I watched girls in fear, struggling to make difficult decisions with their partners, and wondered how much of their anguish and guilt comes from the society that lawmakers and conservative idealists created. I watched proud women hold their tears, wearing the faded hospital gowns with pride, and wondered if they also felt tinges of guilt. I myself, clinched my stomach, and pondered for a second if I was a murderer. The protestors, the long wait, the counseling session, the anonymous nurses, it all was adding up in my head—should I feel guilty about this decision? Everything around me is telling me I should not be in this room right now. Yet, here I am.

 

Now as I sit here eating these gloriously delicious mashed potatoes, a comfort food the South has perfected for moments like this, I know the answer: I have no regret. I made a decision, for myself, that was right for my life. But I wonder how much easier it could have been for me, for the other women in that room, if these restrictive laws or ruthless protestors, or an ignorant governor, did not belittle my decision.

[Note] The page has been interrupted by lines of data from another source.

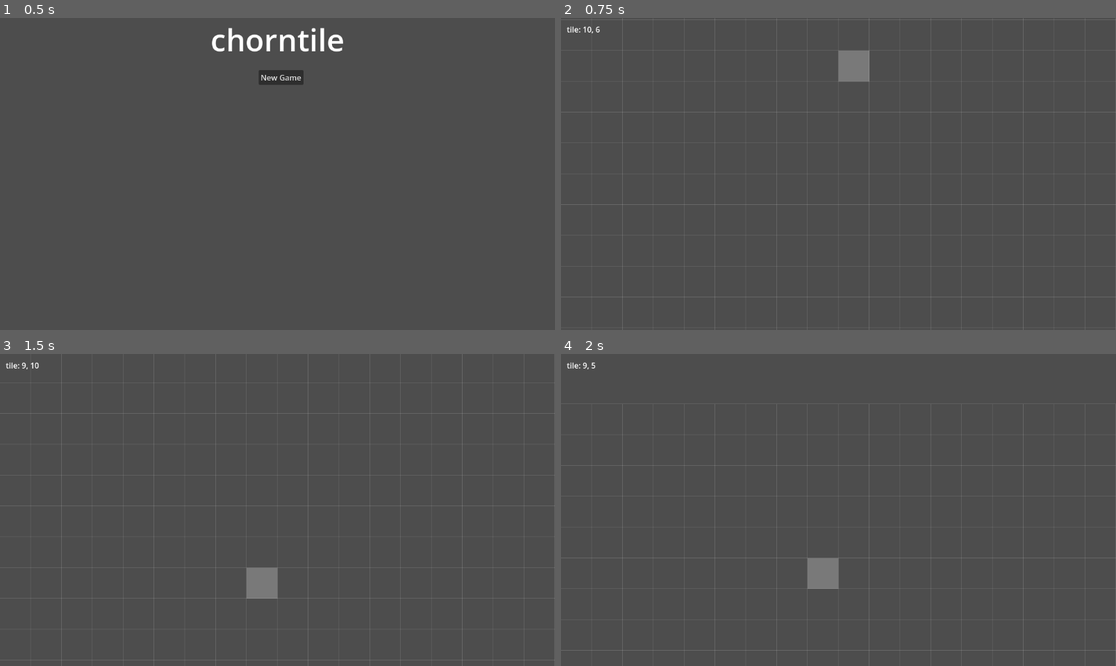
Above: before the commit, frames 1-4 (two rows, left to right).
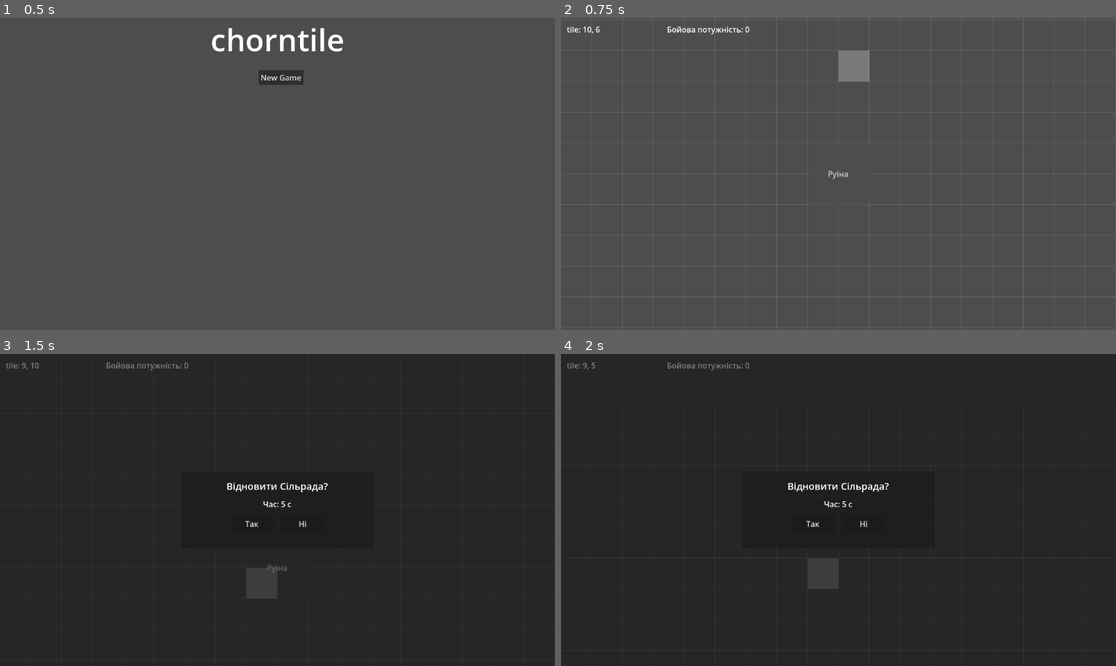
Above: after the commit, the same moments.

Repository: stovburtm-web/chorntile
Game: Godot game, scene res://scenes/main/main_menu.tscn
Same seed, same stepped clock (60 frames per second), same inputs: the game is played once before the commit and once after it.
Inputs (mouse positions are in pixels of both pictures, inside the frame that each line leads up to):
- Up to frame 1 (0.5 s): no input
- Up to frame 2 (0.75 s): click "New Game" at 0.5 s
- Up to frame 3 (1.5 s): tap Enter at 1.25 s; move the mouse to (249, 572) at 1.27 s; hold Up (ui_up) from 1.28 s (still down); click (249, 572) at 1.42 s
- Up to frame 4 (2 s): keep holding Up (ui_up)

Frame 1 is identical in both runs. In frame 2, 0.2% of the frame differs, in the area x 19-56%, y 2-60%; in frame 3, 100%; in frame 4, 100%, in the area x 0-100%, y 0-100%.

Commit message:
feat(m2): restore village council with modal and settlement power

Diff:
--- a/project.godot
+++ b/project.godot
@@ -15,6 +15,10 @@
 config/features=PackedStringArray("4.6", "Forward Plus")
 config/icon="res://icon.svg"
 
+[autoload]
+
+SettlementPower="*uid://cnbeqehmt4nne"
+
 [physics]
 
 3d/physics_engine="Jolt Physics"
--- /dev/null
+++ b/resources/buildings/building_data.gd
@@ -0,0 +1,37 @@
+class_name BuildingData
+extends Resource
+
+## Дані балансу для однієї будівлі. Зберігається у .tres файлі,
+## редагується в інспекторі Godot. Логіка не хардкодить цифри — читає звідси.
+##
+## Приклад: resources/buildings/village_council.tres
+
+## Унікальний ідентифікатор (для збережень, пошуку, локалізації).
+@export var id: StringName = &""
+
+## Відображуване ім'я (поки без локалізації — просто рядок).
+@export var display_name: String = "Будівля"
+
+## Розмір у плитках. 1x1 = звичайна, 2x2 = центральна (Сільрада).
+@export var size: Vector2i = Vector2i(1, 1)
+
+## Максимальне HP (для пізніших фаз, коли з'явиться руйнування).
+@export var max_hp: int = 100
+
+## Скільки секунд триває ремонт/будівництво з руїни.
+@export var restore_time: float = 5.0
+
+## Скільки ресурсів треба для відновлення. Порожній словник = безкоштовно.
+## Приклад: {"wood": 10, "metal": 5}
+@export var restore_cost: Dictionary = {}
+
+## Наскільки збільшує "бойову потужність поселення" коли побудована.
+@export var power_rating: int = 0
+
+## Візуал готової будівлі. PackedScene з коренем Node2D/Control.
+## У M2-M7 — плейсхолдер ColorRect з лейблом. У M8+ — справжній спрайт/модель.
+@export var visual_built: PackedScene
+
+## Візуал руїни (стан перед відновленням). Може бути null — тоді
+## використовується дефолтний сірий прямокутник (див. Building.gd).
+@export var visual_ruin: PackedScene
--- /dev/null
+++ b/resources/buildings/village_council.tres
@@ -0,0 +1,17 @@
+[gd_resource type="Resource" script_class="BuildingData" format=3 uid="uid://cbvcdata001"]
+
+[ext_resource type="Script" path="res://resources/buildings/building_data.gd" id="1_script"]
+[ext_resource type="PackedScene" path="res://scenes/buildings/visuals/village_council_built.tscn" id="2_built"]
+[ext_resource type="PackedScene" path="res://scenes/buildings/visuals/village_council_ruin.tscn" id="3_ruin"]
+
+[resource]
+script = ExtResource("1_script")
+id = &"village_council"
+display_name = "Сільрада"
+size = Vector2i(2, 2)
+max_hp = 500
+restore_time = 5.0
+restore_cost = {}
+power_rating = 100
+visual_built = ExtResource("2_built")
+visual_ruin = ExtResource("3_ruin")
--- /dev/null
+++ b/scenes/buildings/building.tscn
@@ -0,0 +1,18 @@
+[gd_scene format=3 uid="uid://cbldgbase001"]
+
+[ext_resource type="Script" path="res://scripts/components/building.gd" id="1_building"]
+
+[node name="Building" type="Node2D"]
+script = ExtResource("1_building")
+
+[node name="Visual" type="Node2D" parent="."]
+
+[node name="BuildLabel" type="Label" parent="."]
+offset_left = -16.0
+offset_top = -28.0
+offset_right = 160.0
+offset_bottom = -4.0
+text = "Будується 5.0с"
+horizontal_alignment = 1
+vertical_alignment = 1
+visible = false
--- /dev/null
+++ b/scenes/buildings/visuals/village_council_built.tscn
@@ -0,0 +1,18 @@
+[gd_scene format=3 uid="uid://cbvc1vqbuilt"]
+
+[node name="VisualBuilt" type="Node2D"]
+
+[node name="Rect" type="ColorRect" parent="."]
+offset_right = 128.0
+offset_bottom = 128.0
+color = Color(0.55, 0.45, 0.35, 1)
+mouse_filter = 2
+
+[node name="Label" type="Label" parent="."]
+offset_left = 0.0
+offset_top = 48.0
+offset_right = 128.0
+offset_bottom = 80.0
+text = "Сільрада"
+horizontal_alignment = 1
+vertical_alignment = 1
--- /dev/null
+++ b/scenes/buildings/visuals/village_council_ruin.tscn
@@ -0,0 +1,19 @@
+[gd_scene format=3 uid="uid://cbvc1vqbruin"]
+
+[node name="VisualRuin" type="Node2D"]
+
+[node name="Rect" type="ColorRect" parent="."]
+offset_right = 128.0
+offset_bottom = 128.0
+color = Color(0.3, 0.3, 0.3, 0.6)
+mouse_filter = 2
+
+[node name="Label" type="Label" parent="."]
+offset_left = 0.0
+offset_top = 48.0
+offset_right = 128.0
+offset_bottom = 80.0
+text = "Руїна"
+horizontal_alignment = 1
+vertical_alignment = 1
+modulate = Color(1, 1, 1, 0.7)
--- /dev/null
+++ b/scenes/ui/restore_modal.gd
@@ -0,0 +1,36 @@
+class_name RestoreModal
+extends CanvasLayer
+
+## Модалка підтвердження відновлення/скасування будівлі.
+## Викликається з game.gd методом open(building).
+## Самостійно чіпляється до натискань Так/Ні і закривається.
+
+signal confirmed  ## Користувач натиснув "Так".
+
+@onready var panel: PanelContainer = $Panel
+@onready var title: Label = $Panel/Margin/VBox/Title
+@onready var description: Label = $Panel/Margin/VBox/Description
+@onready var yes_btn: Button = $Panel/Margin/VBox/Buttons/YesButton
+@onready var no_btn: Button = $Panel/Margin/VBox/Buttons/NoButton
+
+
+func _ready() -> void:
+	hide()
+	yes_btn.pressed.connect(_on_yes)
+	no_btn.pressed.connect(_on_no)
+
+
+## Показати модалку з заданим текстом.
+func open(title_text: String, description_text: String) -> void:
+	title.text = title_text
+	description.text = description_text
+	show()
+
+
+func _on_yes() -> void:
+	hide()
+	confirmed.emit()
+
+
+func _on_no() -> void:
+	hide()
--- /dev/null
+++ b/scenes/ui/restore_modal.tscn
@@ -0,0 +1,61 @@
+[gd_scene format=3 uid="uid://crstmodal001"]
+
+[ext_resource type="Script" path="res://scenes/ui/restore_modal.gd" id="1_script"]
+
+[node name="RestoreModal" type="CanvasLayer"]
+layer = 10
+script = ExtResource("1_script")
+
+[node name="Dim" type="ColorRect" parent="."]
+anchors_preset = 15
+anchor_right = 1.0
+anchor_bottom = 1.0
+color = Color(0, 0, 0, 0.5)
+
+[node name="Panel" type="PanelContainer" parent="."]
+anchors_preset = 8
+anchor_left = 0.5
+anchor_top = 0.5
+anchor_right = 0.5
+anchor_bottom = 0.5
+offset_left = -200.0
+offset_top = -80.0
+offset_right = 200.0
+offset_bottom = 80.0
+
+[node name="Margin" type="MarginContainer" parent="Panel"]
+layout_mode = 2
+theme_override_constants/margin_left = 16
+theme_override_constants/margin_top = 16
+theme_override_constants/margin_right = 16
+theme_override_constants/margin_bottom = 16
+
+[node name="VBox" type="VBoxContainer" parent="Panel/Margin"]
+layout_mode = 2
+theme_override_constants/separation = 12
+
+[node name="Title" type="Label" parent="Panel/Margin/VBox"]
+layout_mode = 2
+text = "Відновити?"
+horizontal_alignment = 1
+theme_override_font_sizes/font_size = 20
+
+[node name="Description" type="Label" parent="Panel/Margin/VBox"]
+layout_mode = 2
+text = "Підтвердіть дію."
+horizontal_alignment = 1
+
+[node name="Buttons" type="HBoxContainer" parent="Panel/Margin/VBox"]
+layout_mode = 2
+alignment = 1
+theme_override_constants/separation = 16
+
+[node name="YesButton" type="Button" parent="Panel/Margin/VBox/Buttons"]
+layout_mode = 2
+text = "Так"
+custom_minimum_size = Vector2(90, 36)
+
+[node name="NoButton" type="Button" parent="Panel/Margin/VBox/Buttons"]
+layout_mode = 2
+text = "Ні"
+custom_minimum_size = Vector2(90, 36)
--- a/scenes/world/game.gd
+++ b/scenes/world/game.gd
@@ -1,21 +1,32 @@
 class_name Game
 extends Node2D
 
-## Коренева сцена геймплею. Для M1: малює сітку 20×20 через Line2D-оверлей
-## і дає Label з координатами плитки під курсором.
-##
-## Пізніше (M2+) замість примітивної сітки тут з'явиться TileMapLayer з ассетами.
+## Коренева сцена геймплею. M2 Крок 4: клік по руїні відкриває модалку
+## підтвердження. "Так" → відбудова. Клік по будівлі, що будується → модалка
+## скасування.
+
+const BUILDING_SCENE: PackedScene = preload("res://scenes/buildings/building.tscn")
+const VILLAGE_COUNCIL_DATA: BuildingData = preload("res://resources/buildings/village_council.tres")
 
 @onready var grid_overlay: Node2D = $GridOverlay
 @onready var hover_highlight: ColorRect = $HoverHighlight
 @onready var debug_label: Label = $UI/DebugLabel
+@onready var buildings_layer: Node2D = $Buildings
 @onready var camera: Camera2D = $GameCamera
-
+@onready var restore_modal: RestoreModal = $RestoreModal
+@onready var power_label: Label = $UI/PowerLabel
 
 func _ready() -> void:
 	_draw_grid()
 	hover_highlight.size = Vector2.ONE * TileGrid.TILE_SIZE
 	hover_highlight.color = Color(1, 1, 1, 0.25)
+	SettlementPower.changed.connect(_on_power_changed)
+	_on_power_changed(SettlementPower.total)
+	_spawn_starting_buildings()
+
+
+func _on_power_changed(new_total: int) -> void:
+	power_label.text = "Бойова потужність: %d" % new_total
 
 
 func _process(_delta: float) -> void:
@@ -31,14 +42,76 @@
 		debug_label.text = "tile: —"
 
 
+func _unhandled_input(event: InputEvent) -> void:
+	if not (event is InputEventMouseButton):
+		return
+	var mb: InputEventMouseButton = event
+	if not (mb.pressed and mb.button_index == MOUSE_BUTTON_LEFT):
+		return
+
+	var grid_pos: Vector2i = TileGrid.world_to_grid(get_global_mouse_position())
+	if not TileGrid.is_in_bounds(grid_pos):
+		return
+
+	var building: Building = _find_building_at(grid_pos)
+	if building == null:
+		return
+
+	match building.state:
+		Building.State.RUIN:
+			_ask_restore(building)
+		Building.State.RESTORING:
+			_ask_cancel(building)
+		Building.State.BUILT:
+			pass
+
+
+func _ask_restore(building: Building) -> void:
+	var title: String = "Відновити %s?" % building.data.display_name
+	var desc: String = "Час: %.0f с" % building.data.restore_time
+	_open_modal(title, desc, building.start_restoring)
+
+
+func _ask_cancel(building: Building) -> void:
+	var title: String = "Скасувати будівництво?"
+	var desc: String = "Прогрес буде втрачено."
+	_open_modal(title, desc, building.cancel_restoring)
+
+
+func _open_modal(title: String, desc: String, on_yes: Callable) -> void:
+	# Скидаємо всі старі підписки (після "Ні" сигнал не емітився, підписка висіла).
+	for c in restore_modal.confirmed.get_connections():
+		restore_modal.confirmed.disconnect(c["callable"])
+	restore_modal.confirmed.connect(on_yes, CONNECT_ONE_SHOT)
+	restore_modal.open(title, desc)
+
+
+func _find_building_at(gp: Vector2i) -> Building:
+	for child in buildings_layer.get_children():
+		if child is Building and child.contains_grid(gp):
+			return child
+	return null
+
+
+func _spawn_starting_buildings() -> void:
+	var center: Vector2i = TileGrid.MAP_SIZE / 2 - Vector2i(1, 1)
+	_spawn_building(VILLAGE_COUNCIL_DATA, center)
+
+
+func _spawn_building(data: BuildingData, gp: Vector2i) -> Building:
+	var building: Building = BUILDING_SCENE.instantiate()
+	building.data = data
+	building.grid_pos = gp
+	building.position = Vector2(gp) * TileGrid.TILE_SIZE
+	building.built.connect(func() -> void: SettlementPower.add(data.power_rating))
+	buildings_layer.add_child(building)
+	return building
+
+
 func _draw_grid() -> void:
-	# Малюємо сітку лініями в $GridOverlay через _draw — але оскільки
-	# GridOverlay це звичайний Node2D без скрипта, простіше додати
-	# лінії як дітей (Line2D). Робимо це тут один раз.
 	var line_color: Color = Color(1, 1, 1, 0.15)
 	var map_pixels: Vector2 = Vector2(TileGrid.MAP_SIZE) * TileGrid.TILE_SIZE
 
-	# Вертикальні лінії.
 	for x in range(TileGrid.MAP_SIZE.x + 1):
 		var line: Line2D = Line2D.new()
 		line.width = 1.0
@@ -47,7 +120,6 @@
 		line.add_point(Vector2(x * TileGrid.TILE_SIZE, map_pixels.y))
 		grid_overlay.add_child(line)
 
-	# Горизонтальні лінії.
 	for y in range(TileGrid.MAP_SIZE.y + 1):
 		var line: Line2D = Line2D.new()
 		line.width = 1.0
--- a/scenes/world/game.tscn
+++ b/scenes/world/game.tscn
@@ -1,27 +1,39 @@
-[gd_scene load_steps=3 format=3 uid="uid://bygj282raqrpo"]
+[gd_scene format=3 uid="uid://bygj282raqrpo"]
 
-[ext_resource type="Script" path="res://scenes/world/game.gd" id="1_game"]
-[ext_resource type="Script" path="res://scenes/world/game_camera.gd" id="2_cam"]
+[ext_resource type="Script" uid="uid://i7ib22s2n7ww" path="res://scenes/world/game.gd" id="1_game"]
+[ext_resource type="PackedScene" uid="uid://crstmodal001" path="res://scenes/ui/restore_modal.tscn" id="2_3iwug"]
+[ext_resource type="Script" uid="uid://cxecq1on7gjel" path="res://scenes/world/game_camera.gd" id="2_cam"]
 
-[node name="Game" type="Node2D"]
+[node name="Game" type="Node2D" unique_id=1604198907]
 script = ExtResource("1_game")
 
-[node name="GridOverlay" type="Node2D" parent="."]
+[node name="RestoreModal" parent="." unique_id=1659895872 instance=ExtResource("2_3iwug")]
 
-[node name="HoverHighlight" type="ColorRect" parent="."]
+[node name="GridOverlay" type="Node2D" parent="." unique_id=290541914]
+
+[node name="Buildings" type="Node2D" parent="." unique_id=1659683429]
+
+[node name="HoverHighlight" type="ColorRect" parent="." unique_id=32850684]
 offset_right = 64.0
 offset_bottom = 64.0
+mouse_filter = 2
 color = Color(1, 1, 1, 0.25)
-mouse_filter = 2
 
-[node name="GameCamera" type="Camera2D" parent="."]
+[node name="GameCamera" type="Camera2D" parent="." unique_id=2119437646]
 script = ExtResource("2_cam")
 
-[node name="UI" type="CanvasLayer" parent="."]
+[node name="UI" type="CanvasLayer" parent="." unique_id=1134486647]
 
-[node name="DebugLabel" type="Label" parent="UI"]
+[node name="DebugLabel" type="Label" parent="UI" unique_id=10289850]
 offset_left = 12.0
 offset_top = 12.0
 offset_right = 200.0
 offset_bottom = 36.0
 text = "tile: —"
+
+[node name="PowerLabel" type="Label" parent="UI" unique_id=952602272]
+offset_left = 220.0
+offset_top = 12.0
+offset_right = 392.0
+offset_bottom = 35.0
+text = "Бойова потужність: 0"
--- /dev/null
+++ b/scripts/autoload/settlement_power.gd
@@ -0,0 +1,21 @@
+extends Node
+
+## Глобальний лічильник бойової потужності поселення.
+## Сума power_rating усіх готових будівель.
+## Autoload: реєструється у Project Settings → Autoload як "SettlementPower".
+
+signal changed(new_total: int)
+
+var total: int = 0
+
+
+func add(amount: int) -> void:
+	if amount == 0:
+		return
+	total += amount
+	changed.emit(total)
+
+
+func reset() -> void:
+	total = 0
+	changed.emit(total)
--- /dev/null
+++ b/scripts/components/building.gd
@@ -0,0 +1,94 @@
+class_name Building
+extends Node2D
+
+## Одна будівля на гріді. Може бути в одному з трьох станів:
+## RUIN — сіра пляма на карті, клік ініціює відбудову.
+## RESTORING — тривалий таймер, над будівлею лейбл зворотнього відліку.
+## BUILT — повноцінна будівля.
+##
+## Логіка станів централізована тут. Game.gd тільки інстанціює Building
+## і викликає публічні методи (start_restoring/cancel_restoring).
+
+enum State { RUIN, RESTORING, BUILT }
+
+## Дані балансу (розмір, HP, час відбудови, візуали). Задається ззовні.
+@export var data: BuildingData
+
+@onready var visual_holder: Node2D = $Visual
+@onready var build_label: Label = $BuildLabel
+
+## Координати верхнього-лівого кута будівлі на гріді.
+var grid_pos: Vector2i = Vector2i.ZERO
+
+## Поточний стан.
+var state: State = State.RUIN
+
+var _time_left: float = 0.0
+
+signal state_changed(new_state: State)
+signal built  ## Випускається раз, коли стан стає BUILT.
+
+
+func _ready() -> void:
+	assert(data != null, "Building requires BuildingData")
+	_apply_state(State.RUIN)
+
+
+func _process(delta: float) -> void:
+	if state != State.RESTORING:
+		return
+	_time_left -= delta
+	build_label.text = "Будується %.1fс" % maxf(_time_left, 0.0)
+	if _time_left <= 0.0:
+		_apply_state(State.BUILT)
+		built.emit()
+
+
+## Починає відбудову. Працює тільки з RUIN.
+func start_restoring() -> void:
+	if state != State.RUIN:
+		return
+	_time_left = data.restore_time
+	_apply_state(State.RESTORING)
+
+
+## Скасовує відбудову. Працює тільки з RESTORING.
+func cancel_restoring() -> void:
+	if state != State.RESTORING:
+		return
+	_apply_state(State.RUIN)
+
+
+## Повертає прямокутник (у грід-координатах), який займає ця будівля.
+func get_grid_rect() -> Rect2i:
+	return Rect2i(grid_pos, data.size)
+
+
+## Чи клітинка gp всередині цієї будівлі.
+func contains_grid(gp: Vector2i) -> bool:
+	return get_grid_rect().has_point(gp)
+
+
+func _apply_state(new_state: State) -> void:
+	state = new_state
+
+	# Видалити старий візуал.
+	for child in visual_holder.get_children():
+		child.queue_free()
+
+	# Вибрати сцену для нового стану.
+	var scene: PackedScene = null
+	match state:
+		State.RUIN, State.RESTORING:
+			scene = data.visual_ruin
+		State.BUILT:
+			scene = data.visual_built
+
+	if scene != null:
+		var instance: Node = scene.instantiate()
+		visual_holder.add_child(instance)
+
+	# Лейбл таймера видно тільки під час відбудови.
+	build_label.visible = (state == State.RESTORING)
+
+	state_changed.emit(state)
Not shown, added: resources/buildings/building_data.gd.uid
Not shown: 1 places in scenes/main/main_menu.tscn that only renumber resources
Not shown, added: scenes/ui/restore_modal.gd.uid
Not shown, changed: scenes/world/game.gd.uid
Not shown, added: scripts/autoload/settlement_power.gd.uid
Not shown, added: scripts/components/building.gd.uid

No amount of delicious Southern food can sooth the worry, the guilt, the sharp cramps, and unrelenting nausea that comes with the decision to have an abortion. If you are one of the 25% of women who know what it is like to make this decision, I have an unrelenting respect and admiration for you. I applaud the women who sat beside me, the nurses that took care of me, and the security guards that protected me. Even with their support, laws in this region of the country have made this one of the most difficult and traumatic experiences of my life. The people and mindsets of the South may have created comfort food, but their abortion laws have no ounce of comfort in them. Southern policymakers—do fucking better.